I recommend that you read books because books teach you more about deep organization of information or entertainment than a blog post or series of blog posts ever could. And you do not necessarily have to buy physical books. If you are in the U.S., you can get an Amazon Kindle and then buy and download books wirelessly in less than a minute. You can read famous books at no charge through the Project Gutenberg website. And you can find free and paid ebooks on current topics from websites such as Free-eBooks.net and eBook Palace.

I recommend that you search for news of interest to you at Google News or similar sites and then read about a news topic in several of the returned matches. Beyond being able to learn about a news topic from several angles, you also get to learn how to cover a topic with several different writing styles. And doing this the old-fashioned way — by subscribing to thousands of different newspapers and news magazines from around the world — to get the same scope of coverage would cost you a small fortune, whereas the Google News-type approach is essentially free.

3. Write!

Perhaps one day someone will invent an “Inner Writing” technique along the lines of the famous book The Inner Game of Tennis, which promotes the idea that visualizing yourself playing tennis can be as beneficial as actually playing tennis.

Until — and probably even after — someone invents such a technique, you have to write to improve your writing. And I recommend that you “do it” by writing more email messages, by writing blog posts, and by writing articles.
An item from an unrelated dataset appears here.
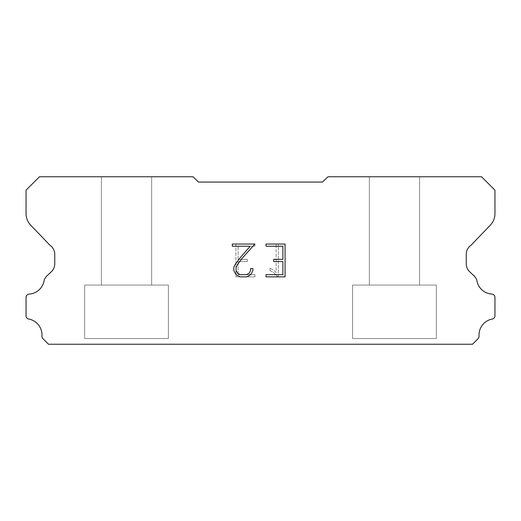 <?xml version="1.0" encoding="UTF-8"?>
<svg xmlns="http://www.w3.org/2000/svg" width="521" height="521" viewBox="0 0 521 521"><rect width="100%" height="100%" fill="white"/><g stroke="black" fill="none" stroke-linecap="round" stroke-linejoin="round"><path stroke-width="0.39" stroke-dasharray="2.6 1.95" d="M151.65 285.059L151.65 176.769L101.406 176.769L101.406 285.059L151.65 285.059L101.406 285.059L151.65 285.059L151.65 176.769L101.406 176.769L101.406 285.059L151.65 285.059L101.406 285.059L151.65 285.059L151.65 176.769L101.406 176.769L101.406 285.059L151.65 285.059L101.406 285.059L151.65 285.059L151.65 176.769L101.406 176.769L101.406 285.059L151.65 285.059L101.406 285.059L151.65 285.059L151.65 176.769L101.406 176.769L101.406 285.059L151.65 285.059L101.406 285.059L151.65 285.059L151.65 176.769L101.406 176.769L101.406 285.059L151.65 285.059L101.406 285.059L151.65 285.059L151.65 176.769L101.406 176.769L101.406 285.059L151.65 285.059L101.406 285.059L151.65 285.059L151.65 176.769L101.406 176.769L101.406 285.059L151.65 285.059L101.406 285.059L151.65 285.059L151.65 176.769L101.406 176.769L101.406 285.059L151.65 285.059L101.406 285.059L151.65 285.059L151.65 176.769L101.406 176.769L101.406 285.059L151.65 285.059L101.406 285.059L151.65 285.059L151.65 176.769L101.406 176.769L101.406 285.059L151.65 285.059L101.406 285.059L151.65 285.059L151.65 176.769L101.406 176.769L101.406 285.059L151.65 285.059L101.406 285.059L151.65 285.059L151.65 176.769L101.406 176.769L101.406 285.059L151.65 285.059L101.406 285.059L151.65 285.059L151.65 176.769L101.406 176.769L101.406 285.059L151.65 285.059L101.406 285.059L151.65 285.059L151.65 176.769L101.406 176.769L101.406 285.059L151.65 285.059L101.406 285.059L151.65 285.059L151.65 176.769L101.406 176.769L101.406 285.059L151.65 285.059L101.406 285.059L151.65 285.059L151.65 176.769L101.406 176.769L101.406 285.059L151.65 285.059L101.406 285.059L151.65 285.059L151.65 176.769L101.406 176.769L101.406 285.059L151.65 285.059L101.406 285.059L151.65 285.059L151.65 176.769L101.406 176.769L101.406 285.059L151.65 285.059L101.406 285.059L151.65 285.059L151.65 176.769L101.406 176.769L101.406 285.059L151.65 285.059L101.406 285.059L151.65 285.059L151.65 176.769L101.406 176.769L101.406 285.059L151.65 285.059L101.406 285.059L151.65 285.059L151.65 176.769L101.406 176.769L101.406 285.059L151.65 285.059L101.406 285.059L151.65 285.059L151.65 176.769L101.406 176.769L101.406 285.059L151.65 285.059L101.406 285.059L151.65 285.059L151.65 176.769L101.406 176.769L101.406 285.059L151.65 285.059L101.406 285.059L151.65 285.059L151.65 176.769L101.406 176.769L101.406 285.059L151.65 285.059L101.406 285.059L151.65 285.059L151.65 176.769L101.406 176.769L101.406 285.059L151.65 285.059L101.406 285.059L101.406 176.769L101.406 285.059L151.65 285.059L151.65 176.769L101.406 176.769L101.406 285.059L151.65 285.059L151.65 176.769L101.406 176.769L101.406 285.059L151.65 285.059L151.65 176.769L101.406 176.769L101.406 285.059L151.65 285.059L151.65 176.769L101.406 176.769L101.406 285.059L151.65 285.059L151.65 176.769L101.406 176.769L101.406 285.059L151.65 285.059L151.65 176.769L101.406 176.769L101.406 285.059L151.65 285.059L151.65 176.769L101.406 176.769L101.406 285.059L151.65 285.059L151.65 176.769L101.406 176.769L101.406 285.059L151.65 285.059L151.65 176.769L101.406 176.769L101.406 285.059L151.65 285.059L151.65 176.769L101.406 176.769L101.406 285.059L151.65 285.059L151.65 176.769L101.406 176.769L101.406 285.059L151.65 285.059L151.65 176.769L101.406 176.769L101.406 285.059L151.65 285.059L151.65 176.769L101.406 176.769L101.406 285.059L151.65 285.059L151.65 176.769L101.406 176.769L101.406 285.059L151.65 285.059L151.65 176.769L101.406 176.769L101.406 285.059L151.65 285.059L151.65 176.769L101.406 176.769L101.406 285.059L151.65 285.059L151.65 176.769L101.406 176.769L101.406 285.059L151.65 285.059L151.65 176.769L101.406 176.769L101.406 285.059L151.65 285.059L151.65 176.769L101.406 176.769L101.406 285.059L151.65 285.059L151.65 176.769L101.406 176.769L101.406 285.059L151.65 285.059L151.65 176.769L101.406 176.769L101.406 285.059L151.65 285.059L151.65 176.769L101.406 176.769L101.406 285.059L151.65 285.059L151.65 176.769L101.406 176.769L101.406 285.059L151.65 285.059L151.65 176.769L101.406 176.769L151.65 176.769L101.406 176.769L151.65 176.769L151.65 285.059L101.406 285.059M84.662 344.12L168.394 344.12M419.594 285.059L419.594 176.769L369.35 176.769L369.35 285.059L419.594 285.059L369.35 285.059L419.594 285.059L419.594 176.769L369.35 176.769L369.35 285.059L419.594 285.059L369.35 285.059L419.594 285.059L419.594 176.769L369.35 176.769L369.35 285.059L419.594 285.059L369.35 285.059L419.594 285.059L419.594 176.769L369.35 176.769L369.35 285.059L419.594 285.059L369.35 285.059L419.594 285.059L419.594 176.769L369.35 176.769L369.35 285.059L419.594 285.059L369.35 285.059L419.594 285.059L419.594 176.769L369.35 176.769L369.35 285.059L419.594 285.059L369.35 285.059L419.594 285.059L419.594 176.769L369.35 176.769L369.35 285.059L419.594 285.059L369.35 285.059L419.594 285.059L419.594 176.769L369.35 176.769L369.35 285.059L419.594 285.059L369.35 285.059L419.594 285.059L419.594 176.769L369.35 176.769L369.35 285.059L419.594 285.059L369.35 285.059L419.594 285.059L419.594 176.769L369.35 176.769L369.35 285.059L419.594 285.059L369.35 285.059L419.594 285.059L419.594 176.769L369.35 176.769L369.35 285.059L419.594 285.059L369.35 285.059L419.594 285.059L419.594 176.769L369.35 176.769L369.35 285.059L419.594 285.059L369.35 285.059L419.594 285.059L419.594 176.769L369.35 176.769L369.35 285.059L419.594 285.059L369.35 285.059L419.594 285.059L419.594 176.769L369.35 176.769L369.35 285.059L419.594 285.059L369.35 285.059L419.594 285.059L419.594 176.769L369.35 176.769L369.35 285.059L419.594 285.059L369.35 285.059L419.594 285.059L419.594 176.769L369.35 176.769L369.35 285.059L419.594 285.059L369.35 285.059L419.594 285.059L419.594 176.769L369.35 176.769L369.35 285.059L419.594 285.059L369.35 285.059L419.594 285.059L419.594 176.769L369.35 176.769L369.35 285.059L419.594 285.059L369.35 285.059L419.594 285.059L419.594 176.769L369.35 176.769L369.35 285.059L419.594 285.059L369.35 285.059L419.594 285.059L419.594 176.769L369.35 176.769L369.35 285.059L419.594 285.059L369.35 285.059L419.594 285.059L419.594 176.769L369.35 176.769L369.35 285.059L419.594 285.059L369.35 285.059L419.594 285.059L419.594 176.769L369.35 176.769L369.35 285.059L419.594 285.059L369.35 285.059L419.594 285.059L419.594 176.769L369.35 176.769L369.35 285.059L419.594 285.059L369.35 285.059L419.594 285.059L419.594 176.769L369.35 176.769L369.35 285.059L419.594 285.059L369.35 285.059L419.594 285.059L419.594 176.769L369.35 176.769L369.35 285.059L419.594 285.059L369.35 285.059L419.594 285.059L419.594 176.769L369.35 176.769L369.35 285.059L419.594 285.059L369.35 285.059L369.35 176.769L369.35 285.059L419.594 285.059L419.594 176.769L369.35 176.769L369.35 285.059L419.594 285.059L419.594 176.769L369.35 176.769L369.35 285.059L419.594 285.059L419.594 176.769L369.35 176.769L369.35 285.059L419.594 285.059L419.594 176.769L369.35 176.769L369.35 285.059L419.594 285.059L419.594 176.769L369.35 176.769L369.35 285.059L419.594 285.059L419.594 176.769L369.35 176.769L369.35 285.059L419.594 285.059L419.594 176.769L369.35 176.769L369.35 285.059L419.594 285.059L419.594 176.769L369.35 176.769L369.35 285.059L419.594 285.059L419.594 176.769L369.35 176.769L369.35 285.059L419.594 285.059L419.594 176.769L369.35 176.769L369.35 285.059L419.594 285.059L419.594 176.769L369.35 176.769L369.35 285.059L419.594 285.059L419.594 176.769L369.35 176.769L369.35 285.059L419.594 285.059L419.594 176.769L369.35 176.769L369.35 285.059L419.594 285.059L419.594 176.769L369.35 176.769L369.35 285.059L419.594 285.059L419.594 176.769L369.35 176.769L369.35 285.059L419.594 285.059L419.594 176.769L369.35 176.769L369.35 285.059L419.594 285.059L419.594 176.769L369.35 176.769L369.35 285.059L419.594 285.059L419.594 176.769L369.35 176.769L369.35 285.059L419.594 285.059L419.594 176.769L369.35 176.769L369.35 285.059L419.594 285.059L419.594 176.769L369.35 176.769L369.35 285.059L419.594 285.059L419.594 176.769L369.35 176.769L369.35 285.059L419.594 285.059L419.594 176.769L369.35 176.769L369.35 285.059L419.594 285.059L419.594 176.769L369.35 176.769L369.35 285.059L419.594 285.059L419.594 176.769L369.35 176.769L419.594 176.769L369.35 176.769L419.594 176.769L419.594 285.059L369.35 285.059M352.606 344.12L436.337 344.12M436.337 338.539L436.337 285.059L352.606 285.059L352.606 338.539L436.337 338.539L352.606 338.539L436.337 338.539L436.337 285.059L352.606 285.059L352.606 338.539L436.337 338.539L352.606 338.539L436.337 338.539L436.337 285.059L352.606 285.059L352.606 338.539L436.337 338.539L352.606 338.539L436.337 338.539L436.337 285.059L352.606 285.059L352.606 338.539L436.337 338.539L352.606 338.539L436.337 338.539L436.337 285.059L352.606 285.059L352.606 338.539L436.337 338.539L352.606 338.539L436.337 338.539L436.337 285.059L352.606 285.059L352.606 338.539L436.337 338.539L352.606 338.539L436.337 338.539L436.337 285.059L352.606 285.059L352.606 338.539L436.337 338.539L352.606 338.539L436.337 338.539L436.337 285.059L352.606 285.059L352.606 338.539L436.337 338.539L352.606 338.539L436.337 338.539L436.337 285.059L352.606 285.059L352.606 338.539L436.337 338.539L352.606 338.539L436.337 338.539L436.337 285.059L352.606 285.059L352.606 338.539L436.337 338.539L352.606 338.539L436.337 338.539L436.337 285.059L352.606 285.059L352.606 338.539L436.337 338.539L352.606 338.539L436.337 338.539L436.337 285.059L352.606 285.059L352.606 338.539L436.337 338.539L352.606 338.539L436.337 338.539L436.337 285.059L352.606 285.059L352.606 338.539L436.337 338.539L352.606 338.539L436.337 338.539L436.337 285.059L352.606 285.059L352.606 338.539L436.337 338.539L352.606 338.539L436.337 338.539L436.337 285.059L352.606 285.059L352.606 338.539L436.337 338.539L352.606 338.539L436.337 338.539L436.337 285.059L352.606 285.059L352.606 338.539L436.337 338.539L352.606 338.539L436.337 338.539L436.337 285.059L352.606 285.059L352.606 338.539L436.337 338.539L352.606 338.539L436.337 338.539L436.337 285.059L352.606 285.059L352.606 338.539L436.337 338.539L352.606 338.539L436.337 338.539L436.337 285.059L352.606 285.059L352.606 338.539L436.337 338.539L352.606 338.539L436.337 338.539L436.337 285.059L352.606 285.059L352.606 338.539L436.337 338.539L352.606 338.539L436.337 338.539L436.337 285.059L352.606 285.059L352.606 338.539L436.337 338.539L352.606 338.539L436.337 338.539L436.337 285.059L352.606 285.059L352.606 338.539L436.337 338.539L352.606 338.539L436.337 338.539L436.337 285.059L352.606 285.059L352.606 338.539L436.337 338.539L352.606 338.539L436.337 338.539L436.337 285.059L352.606 285.059L352.606 338.539L436.337 338.539L352.606 338.539L436.337 338.539L436.337 285.059L352.606 285.059L352.606 338.539L436.337 338.539L352.606 338.539L436.337 338.539L436.337 285.059L352.606 285.059L352.606 338.539L436.337 338.539L352.606 338.539L352.606 285.059L352.606 338.539L436.337 338.539L436.337 285.059L352.606 285.059L352.606 338.539L436.337 338.539L436.337 285.059L352.606 285.059L352.606 338.539L436.337 338.539L436.337 285.059L352.606 285.059L352.606 338.539L436.337 338.539L436.337 285.059L352.606 285.059L352.606 338.539L436.337 338.539L436.337 285.059L352.606 285.059L352.606 338.539L436.337 338.539L436.337 285.059L352.606 285.059L352.606 338.539L436.337 338.539L436.337 285.059L352.606 285.059L352.606 338.539L436.337 338.539L436.337 285.059L352.606 285.059L352.606 338.539L436.337 338.539L436.337 285.059L352.606 285.059L352.606 338.539L436.337 338.539L436.337 285.059L352.606 285.059L352.606 338.539L436.337 338.539L436.337 285.059L352.606 285.059L352.606 338.539L436.337 338.539L436.337 285.059L352.606 285.059L352.606 338.539L436.337 338.539L436.337 285.059L352.606 285.059L352.606 338.539L436.337 338.539L436.337 285.059L352.606 285.059L352.606 338.539L436.337 338.539L436.337 285.059L352.606 285.059L352.606 338.539L436.337 338.539L436.337 285.059L352.606 285.059L352.606 338.539L436.337 338.539L436.337 285.059L352.606 285.059L352.606 338.539L436.337 338.539L436.337 285.059L352.606 285.059L352.606 338.539L436.337 338.539L436.337 285.059L352.606 285.059L352.606 338.539L436.337 338.539L436.337 285.059L352.606 285.059L352.606 338.539L436.337 338.539L436.337 285.059L352.606 285.059L352.606 338.539L436.337 338.539L436.337 285.059L352.606 285.059L352.606 338.539L436.337 338.539L436.337 285.059L352.606 285.059L352.606 338.539L436.337 338.539L436.337 285.059L352.606 285.059L436.337 285.059L352.606 285.059L436.337 285.059L436.337 338.539L352.606 338.539M168.394 338.539L168.394 285.059L84.662 285.059L84.662 338.539L168.394 338.539L84.662 338.539L168.394 338.539L168.394 285.059L84.662 285.059L84.662 338.539L168.394 338.539L84.662 338.539L168.394 338.539L168.394 285.059L84.662 285.059L84.662 338.539L168.394 338.539L84.662 338.539L168.394 338.539L168.394 285.059L84.662 285.059L84.662 338.539L168.394 338.539L84.662 338.539L168.394 338.539L168.394 285.059L84.662 285.059L84.662 338.539L168.394 338.539L84.662 338.539L168.394 338.539L168.394 285.059L84.662 285.059L84.662 338.539L168.394 338.539L84.662 338.539L168.394 338.539L168.394 285.059L84.662 285.059L84.662 338.539L168.394 338.539L84.662 338.539L168.394 338.539L168.394 285.059L84.662 285.059L84.662 338.539L168.394 338.539L84.662 338.539L168.394 338.539L168.394 285.059L84.662 285.059L84.662 338.539L168.394 338.539L84.662 338.539L168.394 338.539L168.394 285.059L84.662 285.059L84.662 338.539L168.394 338.539L84.662 338.539L168.394 338.539L168.394 285.059L84.662 285.059L84.662 338.539L168.394 338.539L84.662 338.539L168.394 338.539L168.394 285.059L84.662 285.059L84.662 338.539L168.394 338.539L84.662 338.539L168.394 338.539L168.394 285.059L84.662 285.059L84.662 338.539L168.394 338.539L84.662 338.539L168.394 338.539L168.394 285.059L84.662 285.059L84.662 338.539L168.394 338.539L84.662 338.539L168.394 338.539L168.394 285.059L84.662 285.059L84.662 338.539L168.394 338.539L84.662 338.539L168.394 338.539L168.394 285.059L84.662 285.059L84.662 338.539L168.394 338.539L84.662 338.539L168.394 338.539L168.394 285.059L84.662 285.059L84.662 338.539L168.394 338.539L84.662 338.539L168.394 338.539L168.394 285.059L84.662 285.059L84.662 338.539L168.394 338.539L84.662 338.539L168.394 338.539L168.394 285.059L84.662 285.059L84.662 338.539L168.394 338.539L84.662 338.539L168.394 338.539L168.394 285.059L84.662 285.059L84.662 338.539L168.394 338.539L84.662 338.539L168.394 338.539L168.394 285.059L84.662 285.059L84.662 338.539L168.394 338.539L84.662 338.539L168.394 338.539L168.394 285.059L84.662 285.059L84.662 338.539L168.394 338.539L84.662 338.539L168.394 338.539L168.394 285.059L84.662 285.059L84.662 338.539L168.394 338.539L84.662 338.539L168.394 338.539L168.394 285.059L84.662 285.059L84.662 338.539L168.394 338.539L84.662 338.539L168.394 338.539L168.394 285.059L84.662 285.059L84.662 338.539L168.394 338.539L84.662 338.539L168.394 338.539L168.394 285.059L84.662 285.059L84.662 338.539L168.394 338.539L84.662 338.539L84.662 285.059L84.662 338.539L168.394 338.539L168.394 285.059L84.662 285.059L84.662 338.539L168.394 338.539L168.394 285.059L84.662 285.059L84.662 338.539L168.394 338.539L168.394 285.059L84.662 285.059L84.662 338.539L168.394 338.539L168.394 285.059L84.662 285.059L84.662 338.539L168.394 338.539L168.394 285.059L84.662 285.059L84.662 338.539L168.394 338.539L168.394 285.059L84.662 285.059L84.662 338.539L168.394 338.539L168.394 285.059L84.662 285.059L84.662 338.539L168.394 338.539L168.394 285.059L84.662 285.059L84.662 338.539L168.394 338.539L168.394 285.059L84.662 285.059L84.662 338.539L168.394 338.539L168.394 285.059L84.662 285.059L84.662 338.539L168.394 338.539L168.394 285.059L84.662 285.059L84.662 338.539L168.394 338.539L168.394 285.059L84.662 285.059L84.662 338.539L168.394 338.539L168.394 285.059L84.662 285.059L84.662 338.539L168.394 338.539L168.394 285.059L84.662 285.059L84.662 338.539L168.394 338.539L168.394 285.059L84.662 285.059L84.662 338.539L168.394 338.539L168.394 285.059L84.662 285.059L84.662 338.539L168.394 338.539L168.394 285.059L84.662 285.059L84.662 338.539L168.394 338.539L168.394 285.059L84.662 285.059L84.662 338.539L168.394 338.539L168.394 285.059L84.662 285.059L84.662 338.539L168.394 338.539L168.394 285.059L84.662 285.059L84.662 338.539L168.394 338.539L168.394 285.059L84.662 285.059L84.662 338.539L168.394 338.539L168.394 285.059L84.662 285.059L84.662 338.539L168.394 338.539L168.394 285.059L84.662 285.059L84.662 338.539L168.394 338.539L168.394 285.059L84.662 285.059L168.394 285.059L84.662 285.059L168.394 285.059L168.394 338.539L84.662 338.539M84.662 285.059L168.394 285.059M352.606 285.059L436.337 285.059M282.89 261.542L282.89 274.671L266.029 274.671L266.029 276.859L285.078 276.859L285.078 244.036L266.029 244.036L266.029 246.225L282.89 246.225L282.89 259.354L273.701 259.354L273.701 261.542L282.89 261.542M252.9 270.51L252.9 268.536L250.679 268.536L250.679 270.334L249.227 273.219L246.342 274.671L240.396 274.671L237.491 273.225L236.059 270.334L236.059 267.455L237.537 264.46L242.089 258.396L254.867 244.036L232.301 244.036L232.301 246.225L250.23 246.225L240.038 257.908L235.401 264.082L233.818 267.227L233.818 270.471L235.401 273.675L237.022 275.277L240.207 276.859L246.511 276.859L249.715 275.303L251.337 273.714L252.9 270.51M238.11 274.671L238.11 261.542L238.11 274.671L254.971 274.671L238.11 274.671M238.11 261.542L247.299 261.542L238.11 261.542M247.299 261.542L247.299 259.354L247.299 261.542M247.299 259.354L238.11 259.354L247.299 259.354M238.11 259.354L238.11 246.225L238.11 259.354M238.11 246.225L254.971 246.225L238.11 246.225M254.971 246.225L254.971 244.036L254.971 246.225M254.971 276.859L254.971 274.671L254.971 276.859L235.922 276.859L254.971 276.859M235.922 244.036L235.922 276.859L235.922 244.036L254.971 244.036L235.922 244.036M270.008 268.263L270.008 270.568L270.008 268.263L273.642 270.054L270.008 268.263M270.008 270.568L273.212 272.19L270.008 270.568M273.212 272.19L277.869 276.82L273.212 272.19M277.869 276.82L278.331 276.82L277.869 276.82M278.331 276.82L278.331 243.997L278.331 276.82M276.143 272.574L273.642 270.054L276.143 272.574L276.143 243.997L276.143 272.574M278.331 243.997L276.143 243.997L278.331 243.997M322.492 182.063L198.508 182.063L192.991 176.769L39.453 176.769L26.05 190.172L26.05 213.278A16.744 16.744 0 0 0 30.719 225.215L50.062 245.339A11.162 11.162 0 0 1 54.751 253.297L54.751 263.756A11.162 11.162 0 0 1 51.481 271.656L47.535 275.309A14.562 14.562 0 0 0 44.252 279.777A16.301 16.301 0 0 1 28.902 294.105A3.347 3.347 0 0 0 26.05 297.419L26.05 316.104A3.347 3.347 0 0 0 28.401 318.976A16.301 16.301 0 0 1 41.98 335.941A3.347 3.347 0 0 0 42.956 338.709L48.479 344.231L472.521 344.231L478.044 338.709A3.347 3.347 0 0 0 479.02 335.941A16.301 16.301 0 0 1 492.599 318.976A3.347 3.347 0 0 0 494.95 316.104L494.95 297.419A3.347 3.347 0 0 0 492.098 294.105A16.301 16.301 0 0 1 476.748 279.777A14.562 14.562 0 0 0 473.465 275.309L469.519 271.656A11.162 11.162 0 0 1 466.249 263.756L466.249 253.297A11.162 11.162 0 0 1 470.938 245.339L490.281 225.215A16.744 16.744 0 0 0 494.95 213.278L494.95 190.172L481.547 176.769L328.009 176.769L322.492 182.063M436.337 344.231L352.606 344.231M369.35 176.769L419.594 176.769M168.394 344.231L84.662 344.231M101.406 176.769L151.65 176.769"/><path stroke-width="0.78" d="M282.89 274.671L282.89 261.542L273.701 261.542L273.701 259.354L282.89 259.354L282.89 246.225L266.029 246.225L266.029 244.036L285.078 244.036L285.078 276.859L266.029 276.859L266.029 274.671L282.89 274.671M252.9 268.536L252.9 270.51L251.337 273.714L249.715 275.303L246.511 276.859L240.207 276.859L237.022 275.277L235.401 273.675L233.818 270.471L233.818 267.227L235.401 264.082L240.038 257.908L250.23 246.225L232.301 246.225L232.301 244.036L254.867 244.036L242.089 258.396L237.537 264.46L236.059 267.455L236.059 270.334L237.491 273.225L240.396 274.671L246.342 274.671L249.227 273.219L250.679 270.334L250.679 268.536L252.9 268.536M198.508 182.063L322.492 182.063L328.009 176.769L481.547 176.769L494.95 190.172L494.95 213.278A16.744 16.744 0 0 1 490.281 225.215L470.938 245.339A11.162 11.162 0 0 0 466.249 253.297L466.249 263.756A11.162 11.162 0 0 0 469.519 271.656L473.465 275.309A14.562 14.562 0 0 1 476.748 279.777A16.301 16.301 0 0 0 492.098 294.105A3.347 3.347 0 0 1 494.95 297.419L494.95 316.104A3.347 3.347 0 0 1 492.599 318.976A16.301 16.301 0 0 0 479.02 335.941A3.347 3.347 0 0 1 478.044 338.709L472.521 344.231L48.479 344.231L42.956 338.709A3.347 3.347 0 0 1 41.98 335.941A16.301 16.301 0 0 0 28.401 318.976A3.347 3.347 0 0 1 26.05 316.104L26.05 297.419A3.347 3.347 0 0 1 28.902 294.105A16.301 16.301 0 0 0 44.252 279.777A14.562 14.562 0 0 1 47.535 275.309L51.481 271.656A11.162 11.162 0 0 0 54.751 263.756L54.751 253.297A11.162 11.162 0 0 0 50.062 245.339L30.719 225.215A16.744 16.744 0 0 1 26.05 213.278L26.05 190.172L39.453 176.769L192.991 176.769L198.508 182.063"/></g></svg>

When I recommend writing more email messages, I am not talking about cryptic, text-message-style email. I am talking about writing email messages that are organized, checked for misspellings, and so on. Each email message that you send represents an opportunity for you to test whether you communicated well with your recipient. If the message leads to your desired result with little or no additional explanation, then you communicated well. If the message leads to confusion or chaos, then you communicated poorly.

I recommend writing blog posts because I appreciate how writing posts for my blog has helped me to write better. Writing a series of posts requires you to present your thoughts such that they can be consumed by your readers as bite-size chunks. And writing a series of posts forces you, if you want the series to have some semblance of cohesiveness, to use one of just a few frameworks for each post. This lets you concentrate more on what you want to say than how you want to say it when you sit down to write. But it also has the osmotic effect of teaching you to brainstorm a topic more quickly when you are away from your computer.

I recommend writing articles because their length lets you go into much more depth than an email message or blog post ever could. That extra length can be intimidating at first, but it also forces you to learn how to organize a topic in a more complex way. And going into extra depth about a topic can be liberating.